Core Competency is a business term used to describe the core advantages a company has over their competitors. Core competency helps a firm develop competitive advantage by focusing on the unique features or abilities of the firm that competitors find hard to copy, usually by expertise and experience. Core competency not only helps a firm develop a competitive advantage in its industry, but also allows it to focus on aspects of the business benefiting long-term growth and expansion into other industries. Firms that cannot identify its core competency tends perform weaker than a firm that has identified, and is continuously developing it.
Core competence in a firm is not only about gaining market share or dominance, but to specialize the firm into a position that makes them unique compared to its competitors. If an airline company focuses on only the logistics of the airline and outsources the maintenance of the aircraft, it can be said to have focused on its core competency. But if the airline starts to find problems with the aircraft because of maintenance issues, it should add back the maintenance of aircraft to its core competency to keep its logistics and schedule efficient.
In order to identify core competency, a firm must consider its competitive advantage in every term possible spanning from its products to supply chain to corporate culture and etc. These then must fit criteria to be core competency and should help in the long-term survival of the firm. This tends to be one of the hardest part about core competency. For firms like Yamaha that spreads itself into many unrelated industries, it may be quite hard to know what to focus on as one company.
The criteria for core competency are:
-it should increase sales for the firm by creating increased value for the consumer.
-it must be something hard for competitors to imitate.
-it must open the firm to new markets that it previously could not have gone to without focusing on the core competency.
For example, Honda's core competency is engines. This core competency is hard for others to imitate; Honda was the first car company in 1974 to comply with strict U.S. emissions regulations on gasoline engines and produced cars without catalytic converters with its CVCC engine. Since then Honda has led the industry in efficient engine design. This core competency not only works in their famous automobile division, but also spreads itself to boat engines, portable generators, motorcycles, airplanes, and even robots. All of the areas require the engine to be the most important parts of the product.

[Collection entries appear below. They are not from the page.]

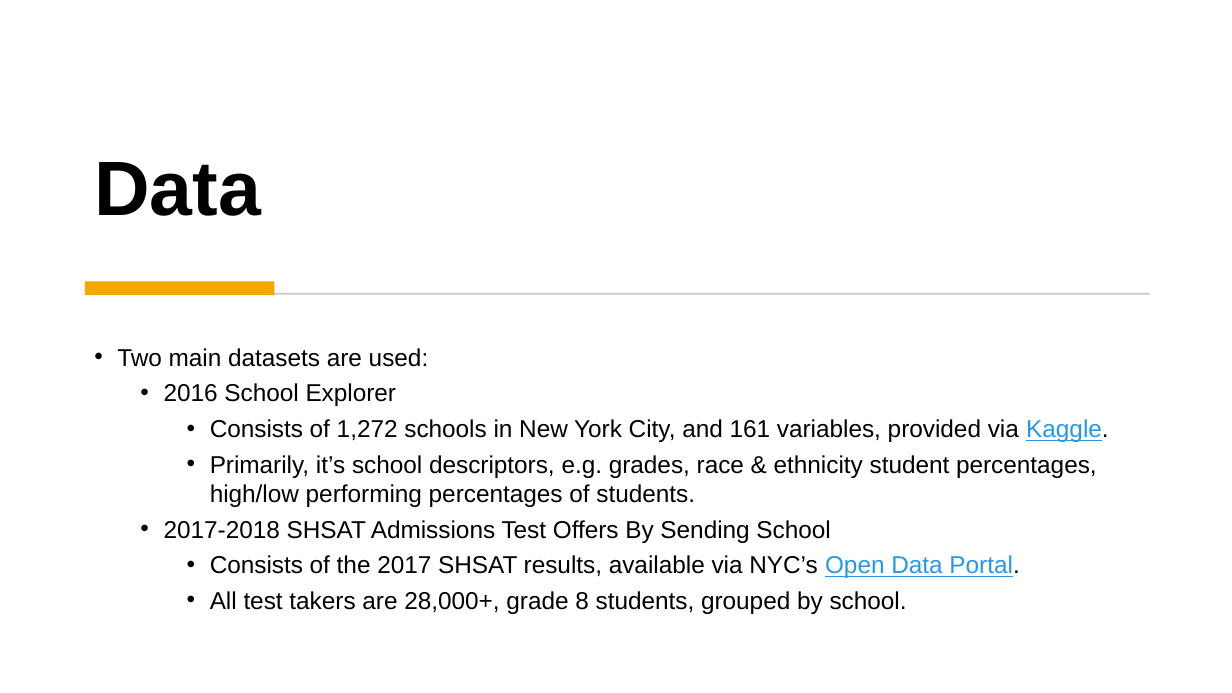
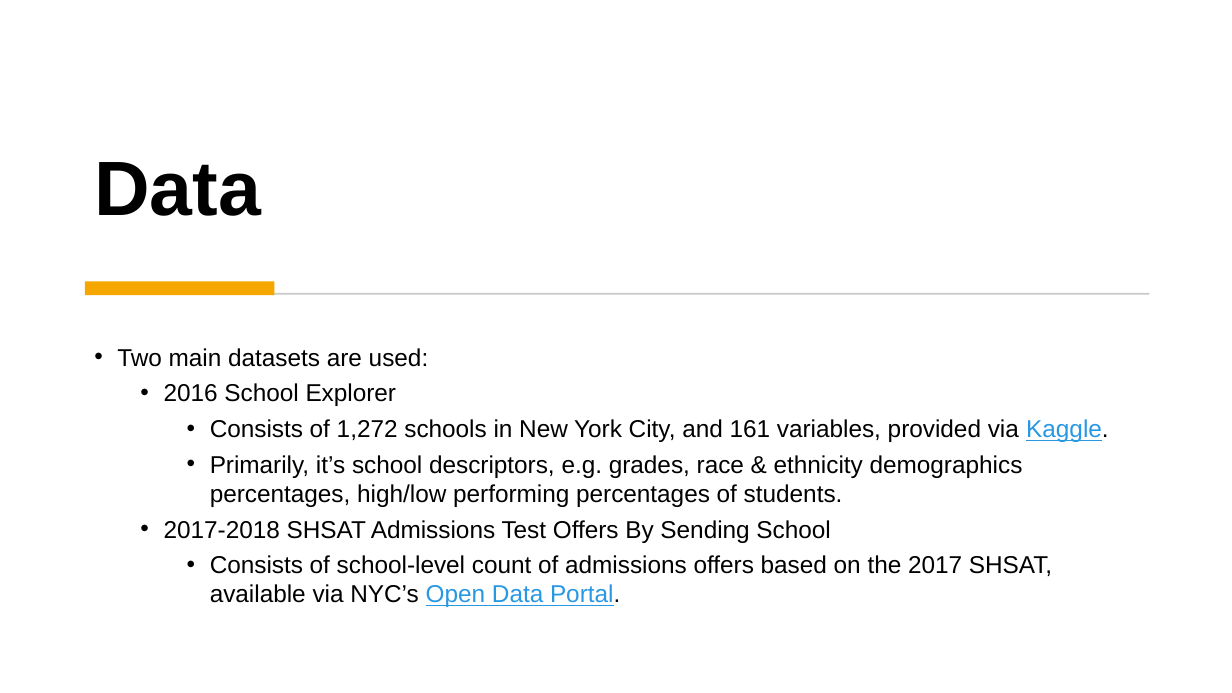
Before and after one commit to dj-m/CapstoneTwo, a slide deck: slide 4 of reports/submission/Capstone_Final_Presentation.pptx. Drawn at 1232x693 pixels with LibreOffice and Linux fonts; fonts in the diff are those of the drawing. Boxes give left, top, right and bottom in pixels: in the first picture for what was removed or moved away, otherwise in the second. Text is boxed around its words. In the diff, an @@ line names an element or a change of style, - is before the commit and + after.

```diff
--- a/reports/submission/Capstone_Final_Presentation.pptx
+++ b/reports/submission/Capstone_Final_Presentation.pptx
@@ text at (210, 455, 1023, 507): text changed @@
-    • Primarily, it’s school descriptors, e.g. grades, race & ethnicity student percentages, high/low performing percentages of students.
+    • Primarily, it’s school descriptors, e.g. grades, race & ethnicity demographics percentages, high/low performing percentages of students.
@@ text at (210, 555, 1052, 607): text changed @@
-    • Consists of the 2017 SHSAT results, available via NYC’s Open Data Portal.
-    • All test takers are 28,000+, grade 8 students, grouped by school.
+    • Consists of school-level count of admissions offers based on the 2017 SHSAT, available via NYC’s Open Data Portal.
```
Also in this commit, not shown: 5 other slides changed, 1 slide removed.

The idea of core competency came about by C.K. Prahalad and Gary Hamel's articles in the Harvard Business Review in 1990. The two compared struggling companies with top performers at the time to understand the latter's success. They concluded that the latter businesses focused mainly on what they did best as a company, being able to identify the firm's core competencies. This specialization of the companies is not just its product but can also be the knowledge, unique position of the firm, its company culture, and etc.
A firm's core competency is not permanent. As the market changes, firms also need to change their focus depending on the market conditions and other determining factors. IBM, for example, has changed its core competency from producing hardware to offering services such as consulting due to diminishing profits and increased competition in the previous market.
Core competency is associated with outsourcing because when a firm decides to focus on their core competencies, they sometimes choose to outsource other business activities to outside firms.